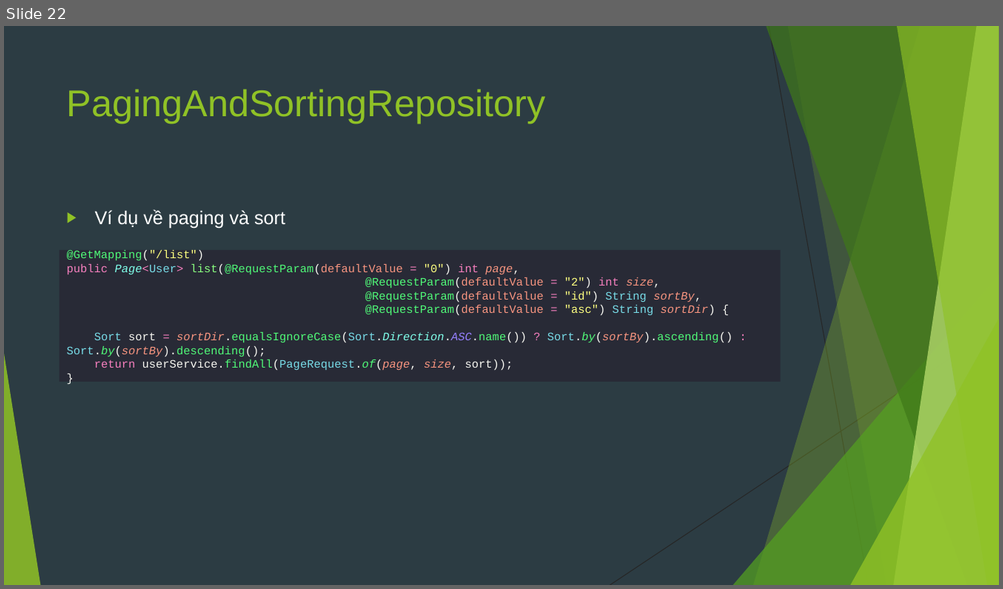
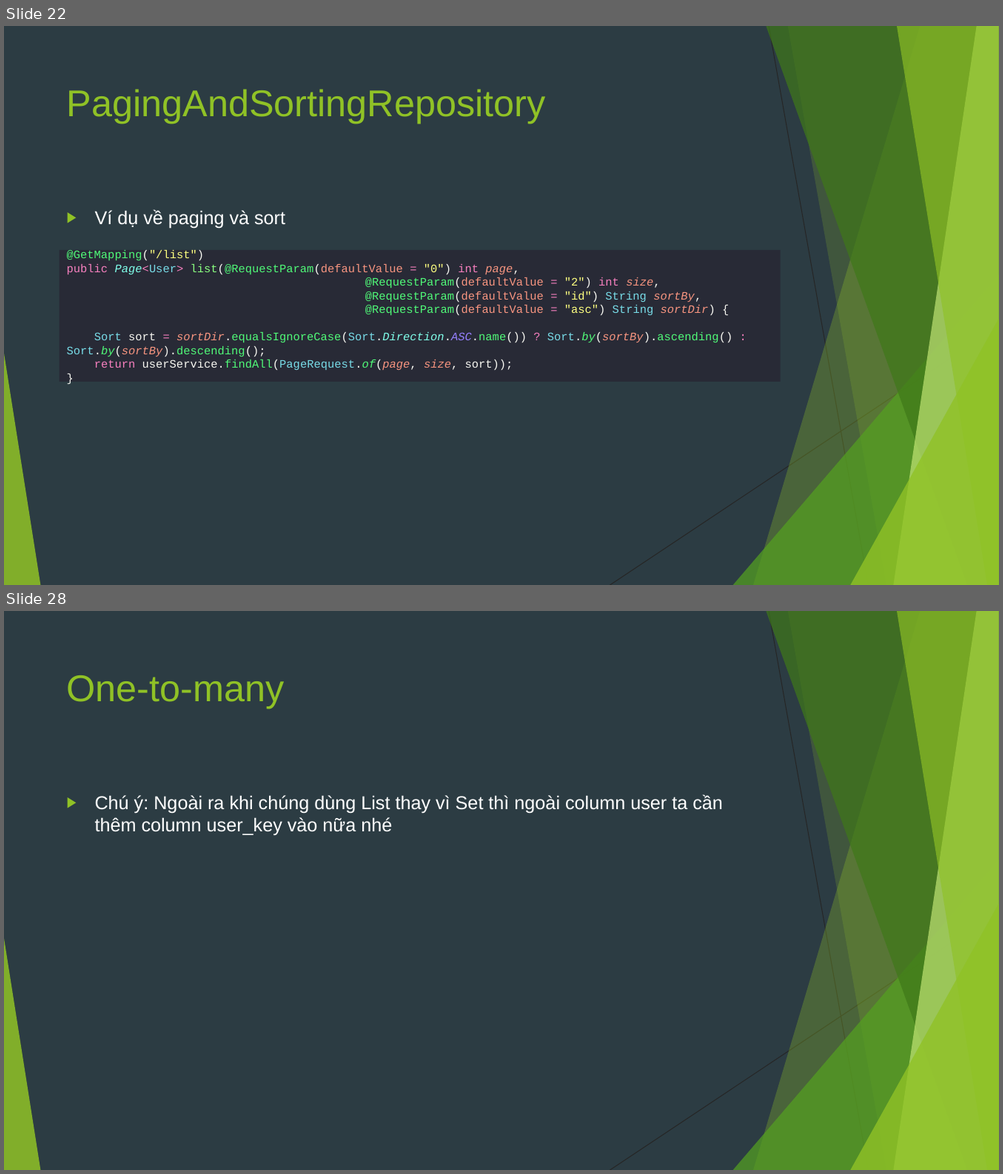
Before and after one commit to sobbingwind/SpringBoot, a slide deck: 06.Spring Data JDBC.pptx. Shown one above the other, each under a label of ours: slide 22 before the commit, slides 22 and 28 after it; the slides between them are not shown. The pictures are 1003x589 and 1003x1174 pixels, drawn with LibreOffice and Linux fonts; fonts in the diff are those of the drawing. Boxes give left, top, right and bottom in pixels: in the first picture for what was removed or moved away, otherwise in the second. Text is boxed around its words. In the diff, an @@ line names an element or a change of style, - is before the commit and + after.

```diff
--- a/06.Spring Data JDBC.pptx
+++ b/06.Spring Data JDBC.pptx
@@ slide 28 added at bbox=[4, 611, 999, 1170], background #2C3C43; not listed: 10 template elements that a slide beside it also shows @@
@@ title added at bbox=[67, 675, 284, 709], 36 pt, text #90C226 @@
+One-to-many
@@ text added at bbox=[95, 795, 723, 836], 18 pt, text #FFFFFF @@
+▶ Chú ý: Ngoài ra khi chúng dùng List thay vì Set thì ngoài column user ta cần thêm column user_key vào nữa nhé
```
Also in this commit, not shown: 7 other slides added, 1 slide removed.

WHAT THIS TASK INVOLVES - Print all entries exactly, without images.

RESPONSE BOX -
Before and after one commit to sobbingwind/SpringBoot, a slide deck: 06.Spring Data JDBC.pptx. Shown one above the other, each under a label of ours: slide 22 before the commit, slides 22 and 28 after it; the slides between them are not shown. The pictures are 1003x589 and 1003x1174 pixels, drawn with LibreOffice and Linux fonts; fonts in the diff are those of the drawing. Boxes give left, top, right and bottom in pixels: in the first picture for what was removed or moved away, otherwise in the second. Text is boxed around its words. In the diff, an @@ line names an element or a change of style, - is before the commit and + after.

```diff
--- a/06.Spring Data JDBC.pptx
+++ b/06.Spring Data JDBC.pptx
@@ slide 28 added at bbox=[4, 611, 999, 1170], background #2C3C43; not listed: 10 template elements that a slide beside it also shows @@
@@ title added at bbox=[67, 675, 284, 709], 36 pt, text #90C226 @@
+One-to-many
@@ text added at bbox=[95, 795, 723, 836], 18 pt, text #FFFFFF @@
+▶ Chú ý: Ngoài ra khi chúng dùng List thay vì Set thì ngoài column user ta cần thêm column user_key vào nữa nhé
```
Also in this commit, not shown: 7 other slides added, 1 slide removed.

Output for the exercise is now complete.